Additionally, intense work and workouts compromise your immune system to some degree, and complex carbs help your immune system work optimally.

Stretch in the shower

After exercise or hard work is the best time to stretch. Not only are your muscles already warm and more pliant, but stretching at this time also helps remove the waste products in the muscle tissue created by the hard work waste that's somewhat responsible for the next day's soreness.

The warm, humid environment in the shower further increases your ability to stretch and provides a logical time and place to perform an activity that you might otherwise skip or forget.

Elevate your legs

Similar in effect to stretching, elevating your legs is a great way to improve blood flow and circulation which aids in muscle recovery.

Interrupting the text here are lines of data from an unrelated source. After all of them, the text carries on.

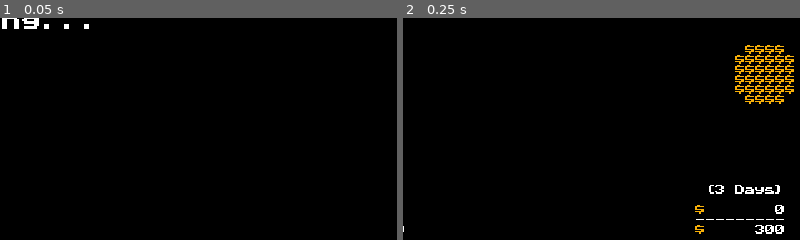
Above: before the commit, frames 1-2 (left to right).
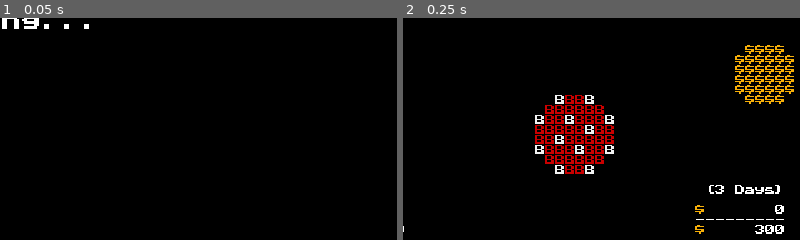
Above: after the commit, the same moments.

Repository: w00tyd00d/Roguemin
Game: Godot game, scene res://prefabs/main.tscn
Two runs of this game, one before a commit and one after it. Both use one fixed random seed, a clock stepped at 60 frames per second and the inputs below.
Inputs:
- Up to frame 1 (0.05 s): no input
- Up to frame 2 (0.25 s): no input
The pictures show only the part of the screen within x 50-100%, y 50-100%; the shares and areas given below are measured in that part.

Frame 1 is identical in both runs. In frame 2, 3.4% of the frame differs, in the area x 33-54%, y 34-71%.
Error before the commit: Parse Error: Cannot infer the type of "unit" variable because the value doesn't have a set type. (res://scripts/entities/enemy.gd:103)
Error after the commit: Invalid call. Nonexistent function '_update_glyph' in base 'Nil'. (res://scripts/states/unit/unit_idle.gd:11)

Commit message:
Adjusted MTE radius logic; Added SpottyRedSleep state

Diff:
--- a/prefabs/entities/spotty_red.tscn
+++ b/prefabs/entities/spotty_red.tscn
@@ -6,7 +6,6 @@
 [node name="SpottyRed" instance=ExtResource("1_py6cd")]
 tile_map_data = PackedByteArray("AAAAAAMAAAACAAEAAQAAAAQAAAATAAEAAQABAAIAAAACAAEAAQABAAMAAAACAAEAAgABAAQAAAATAAEAAQACAA …(1136 unchanged characters)…
 script = ExtResource("2_ua3uv")
-fov_type = 0
 sight_range = 8
 wander_distance = 15
 attack_range = 4
@@ -15,6 +14,7 @@
 current_health = 1000
 
 [node name="AttackIndicator" parent="." index="0"]
+visible = false
 tile_map_data = PackedByteArray("AAAAAAEAAAAYAAEAAwABAAAAAAAYAAEAAwD//wAAAAAYAAEAAwAAAP//AAAYAAEAAwAAAAAAAAAYAAEAAwA=")
 
 [node name="BackgroundLayer" parent="AttackIndicator" index="0"]
--- a/scripts/entities/enemy.gd
+++ b/scripts/entities/enemy.gd
@@ -100,7 +100,7 @@
 
 
 func get_closest_target() -> Entity:
-    var unit := world.unit_container.get_closest_unit_to(grid_position)
+    var unit := GameState.unit_manager.get_closest_unit_to(grid_position)
     if not unit:
         var dist := Util.chebyshev_distance(player.grid_position, grid_position)
         return player if dist <= sight_range + radius else null
--- a/scripts/entities/multi_tile_entity.gd
+++ b/scripts/entities/multi_tile_entity.gd
@@ -57,6 +57,19 @@
 
 func _ready() -> void:
     add_to_group(&"entities")
+
+
+func distance_to(pos: Vector2i, radial := false) -> float:
+    var cpos := grid_position
+
+    if _is_even:
+        if pos.x < grid_position.x: cpos.x -= 1
+        if pos.y < grid_position.y: cpos.y -= 1
+
+    if radial:
+        return maxf(0, cpos.distance_to(pos) - radius)
+
+    return maxf(0, Util.chebyshev_distance(cpos, pos) - radius)
 
 
 func delete() -> void:
@@ -104,14 +117,14 @@
     return res
 
 
-func within_radius(pos: Vector2i) -> bool:
-    var dir := Direction.by_delta(grid_position, pos)
-    var offset := Vector2i()
-    if _is_even:
-        offset.x = -1 if dir.x < 0 else 0
-        offset.y = -1 if dir.y < 0 else 0
-
-    return pos.distance_to(grid_position + offset) < radius
+# func within_radius(pos: Vector2i) -> bool:
+#     var dir := Direction.by_delta(grid_position, pos)
+#     var offset := Vector2i()
+#     if _is_even:
+#         offset.x = -1 if dir.x < 0 else 0
+#         offset.y = -1 if dir.y < 0 else 0
+
+#     return pos.distance_to(grid_position + offset) < radius
 
 
 func add_carrier(unit: Unit) -> bool:
@@ -188,7 +201,9 @@
 func _scan() -> void:
     # FOR NOW, WE ASSUME ALL RECTS ARE SQUARES
     var size := get_used_rect().size
-    radius = ceili(size.x / 2.0)
+
+    @warning_ignore("integer_division")
+    radius = size.x / 2 - 1
 
     var cx := 0.0 if size.x % 2 == 0 else 0.5
     var cy := 0.0 if size.y % 2 == 0 else 0.5
--- a/scripts/states/spotty_red/spotty_red_sleep.gd
+++ b/scripts/states/spotty_red/spotty_red_sleep.gd
@@ -1,4 +1,6 @@
 class_name SpottyRedSleep extends State
+
+const DISTURB_RADIUS := 2.0
 
 
 func _init():
@@ -26,10 +28,20 @@
 
 
 # Attempts to perform an action to consume energy
-func do_action(ent: Entity) -> Array:
-    # Returns array of values:
-    #   [0]: bool, Result of the action
-    #   [1]: States.Enum, OPTIONAL new state
+func do_action(_ent: Entity) -> Array:
+    var ent := _ent as Enemy
+    var mgr := GameState.unit_manager
+    var unit := mgr.get_closest_unit_to(ent.grid_position, true)
+
+    if not unit:
+        return [false]
+
+    var dist := ent.distance_to(unit.grid_position, true)
+
+    if dist <= DISTURB_RADIUS:
+        ent.target_entity = unit
+        return [true, States.SpottyRed.CHASE]
+
     return [false]
 
 
--- a/scripts/world/world.gd
+++ b/scripts/world/world.gd
@@ -157,7 +157,6 @@
     var tile_pos := grid_pos % Globals.CHUNK_SIZE
 
     return get_chunk(chunk_pos).reveal_fog_of_war(tile_pos)
-
 
 
 func get_closest_empty_tiles_at(

Although any elevation helps, the most notable effect occurs when you create a 90-degree angle at the hips by propping your legs against a wall.

Do this after a really ambitious trail run, for instance, and you'll be able to feel the waste products draining downward. Twenty minutes of elevation is all you need, and if you happen to nod off as a result, that helps with what's listed next.

Get extra rest

Americans tend to be so macho when it comes rest. They see it as weakness.

After any sort of hard effort, however, proper rest allows the body time to rebuild. Without it, the body weakens.

It's not uncommon for elite-level athletes to sleep nine or 10 hours a night. While that's probably impractical for you, you should make it a priority to get at least eight hours of sleep after an effort that creates more than the normal amount of muscle soreness.